Data records Start Marker
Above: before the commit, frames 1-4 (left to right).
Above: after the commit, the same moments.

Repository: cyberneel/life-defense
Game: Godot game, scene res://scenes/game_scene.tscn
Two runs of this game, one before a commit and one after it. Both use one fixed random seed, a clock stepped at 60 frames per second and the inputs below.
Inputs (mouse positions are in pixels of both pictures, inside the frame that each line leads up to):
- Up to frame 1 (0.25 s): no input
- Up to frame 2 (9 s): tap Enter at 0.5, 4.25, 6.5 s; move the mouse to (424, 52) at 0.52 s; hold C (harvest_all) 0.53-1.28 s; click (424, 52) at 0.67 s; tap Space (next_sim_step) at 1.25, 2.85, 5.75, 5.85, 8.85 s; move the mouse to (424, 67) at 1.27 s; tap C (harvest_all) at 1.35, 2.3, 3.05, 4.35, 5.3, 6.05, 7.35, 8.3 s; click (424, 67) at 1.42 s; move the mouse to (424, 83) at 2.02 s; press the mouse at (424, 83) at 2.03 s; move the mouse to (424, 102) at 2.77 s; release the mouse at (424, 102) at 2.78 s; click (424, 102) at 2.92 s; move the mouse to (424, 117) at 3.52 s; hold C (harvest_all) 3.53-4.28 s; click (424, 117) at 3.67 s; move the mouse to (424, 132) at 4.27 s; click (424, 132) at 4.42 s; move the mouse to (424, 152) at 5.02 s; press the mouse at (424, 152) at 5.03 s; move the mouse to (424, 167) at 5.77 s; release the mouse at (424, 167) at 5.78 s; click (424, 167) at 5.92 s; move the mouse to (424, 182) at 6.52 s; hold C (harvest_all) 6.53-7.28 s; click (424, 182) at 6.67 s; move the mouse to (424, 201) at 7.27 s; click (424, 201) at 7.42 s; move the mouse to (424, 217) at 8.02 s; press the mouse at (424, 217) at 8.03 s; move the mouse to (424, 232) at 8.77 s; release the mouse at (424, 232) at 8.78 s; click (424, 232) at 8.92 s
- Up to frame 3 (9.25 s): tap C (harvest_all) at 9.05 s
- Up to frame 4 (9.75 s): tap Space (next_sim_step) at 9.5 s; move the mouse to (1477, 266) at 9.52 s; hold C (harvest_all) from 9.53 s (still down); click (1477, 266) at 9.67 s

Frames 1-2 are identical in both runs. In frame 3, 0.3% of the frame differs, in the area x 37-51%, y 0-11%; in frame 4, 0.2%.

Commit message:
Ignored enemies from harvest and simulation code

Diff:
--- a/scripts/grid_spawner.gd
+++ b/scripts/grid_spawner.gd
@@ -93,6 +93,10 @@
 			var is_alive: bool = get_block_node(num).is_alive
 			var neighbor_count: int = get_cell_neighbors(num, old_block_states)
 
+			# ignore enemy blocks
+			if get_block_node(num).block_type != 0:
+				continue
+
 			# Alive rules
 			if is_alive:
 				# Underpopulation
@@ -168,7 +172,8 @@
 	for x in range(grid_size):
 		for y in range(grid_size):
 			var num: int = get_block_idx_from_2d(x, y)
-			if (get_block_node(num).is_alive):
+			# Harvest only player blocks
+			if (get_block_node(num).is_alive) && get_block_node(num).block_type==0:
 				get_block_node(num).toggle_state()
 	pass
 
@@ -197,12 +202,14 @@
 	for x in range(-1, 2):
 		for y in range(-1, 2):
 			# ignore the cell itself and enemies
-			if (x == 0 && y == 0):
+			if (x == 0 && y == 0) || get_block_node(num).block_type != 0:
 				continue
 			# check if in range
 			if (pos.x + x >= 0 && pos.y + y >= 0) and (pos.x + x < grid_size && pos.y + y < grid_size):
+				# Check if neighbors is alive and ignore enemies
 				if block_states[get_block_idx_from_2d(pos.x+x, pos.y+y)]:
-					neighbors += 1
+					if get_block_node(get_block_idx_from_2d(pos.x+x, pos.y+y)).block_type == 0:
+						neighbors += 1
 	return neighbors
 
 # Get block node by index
Data records End Marker
* Problem to solve:
Type out the entries exactly as they appear above.

* Reply to the exercise:
Above: before the commit, frames 1-4 (left to right).
Above: after the commit, the same moments.

Repository: cyberneel/life-defense
Game: Godot game, scene res://scenes/game_scene.tscn
Two runs of this game, one before a commit and one after it. Both use one fixed random seed, a clock stepped at 60 frames per second and the inputs below.
Inputs (mouse positions are in pixels of both pictures, inside the frame that each line leads up to):
- Up to frame 1 (0.25 s): no input
- Up to frame 2 (9 s): tap Enter at 0.5, 4.25, 6.5 s; move the mouse to (424, 52) at 0.52 s; hold C (harvest_all) 0.53-1.28 s; click (424, 52) at 0.67 s; tap Space (next_sim_step) at 1.25, 2.85, 5.75, 5.85, 8.85 s; move the mouse to (424, 67) at 1.27 s; tap C (harvest_all) at 1.35, 2.3, 3.05, 4.35, 5.3, 6.05, 7.35, 8.3 s; click (424, 67) at 1.42 s; move the mouse to (424, 83) at 2.02 s; press the mouse at (424, 83) at 2.03 s; move the mouse to (424, 102) at 2.77 s; release the mouse at (424, 102) at 2.78 s; click (424, 102) at 2.92 s; move the mouse to (424, 117) at 3.52 s; hold C (harvest_all) 3.53-4.28 s; click (424, 117) at 3.67 s; move the mouse to (424, 132) at 4.27 s; click (424, 132) at 4.42 s; move the mouse to (424, 152) at 5.02 s; press the mouse at (424, 152) at 5.03 s; move the mouse to (424, 167) at 5.77 s; release the mouse at (424, 167) at 5.78 s; click (424, 167) at 5.92 s; move the mouse to (424, 182) at 6.52 s; hold C (harvest_all) 6.53-7.28 s; click (424, 182) at 6.67 s; move the mouse to (424, 201) at 7.27 s; click (424, 201) at 7.42 s; move the mouse to (424, 217) at 8.02 s; press the mouse at (424, 217) at 8.03 s; move the mouse to (424, 232) at 8.77 s; release the mouse at (424, 232) at 8.78 s; click (424, 232) at 8.92 s
- Up to frame 3 (9.25 s): tap C (harvest_all) at 9.05 s
- Up to frame 4 (9.75 s): tap Space (next_sim_step) at 9.5 s; move the mouse to (1477, 266) at 9.52 s; hold C (harvest_all) from 9.53 s (still down); click (1477, 266) at 9.67 s

Frames 1-2 are identical in both runs. In frame 3, 0.3% of the frame differs, in the area x 37-51%, y 0-11%; in frame 4, 0.2%.

Commit message:
Ignored enemies from harvest and simulation code

Diff:
--- a/scripts/grid_spawner.gd
+++ b/scripts/grid_spawner.gd
@@ -93,6 +93,10 @@
 			var is_alive: bool = get_block_node(num).is_alive
 			var neighbor_count: int = get_cell_neighbors(num, old_block_states)
 
+			# ignore enemy blocks
+			if get_block_node(num).block_type != 0:
+				continue
+
 			# Alive rules
 			if is_alive:
 				# Underpopulation
@@ -168,7 +172,8 @@
 	for x in range(grid_size):
 		for y in range(grid_size):
 			var num: int = get_block_idx_from_2d(x, y)
-			if (get_block_node(num).is_alive):
+			# Harvest only player blocks
+			if (get_block_node(num).is_alive) && get_block_node(num).block_type==0:
 				get_block_node(num).toggle_state()
 	pass
 
@@ -197,12 +202,14 @@
 	for x in range(-1, 2):
 		for y in range(-1, 2):
 			# ignore the cell itself and enemies
-			if (x == 0 && y == 0):
+			if (x == 0 && y == 0) || get_block_node(num).block_type != 0:
 				continue
 			# check if in range
 			if (pos.x + x >= 0 && pos.y + y >= 0) and (pos.x + x < grid_size && pos.y + y < grid_size):
+				# Check if neighbors is alive and ignore enemies
 				if block_states[get_block_idx_from_2d(pos.x+x, pos.y+y)]:
-					neighbors += 1
+					if get_block_node(get_block_idx_from_2d(pos.x+x, pos.y+y)).block_type == 0:
+						neighbors += 1
 	return neighbors
 
 # Get block node by index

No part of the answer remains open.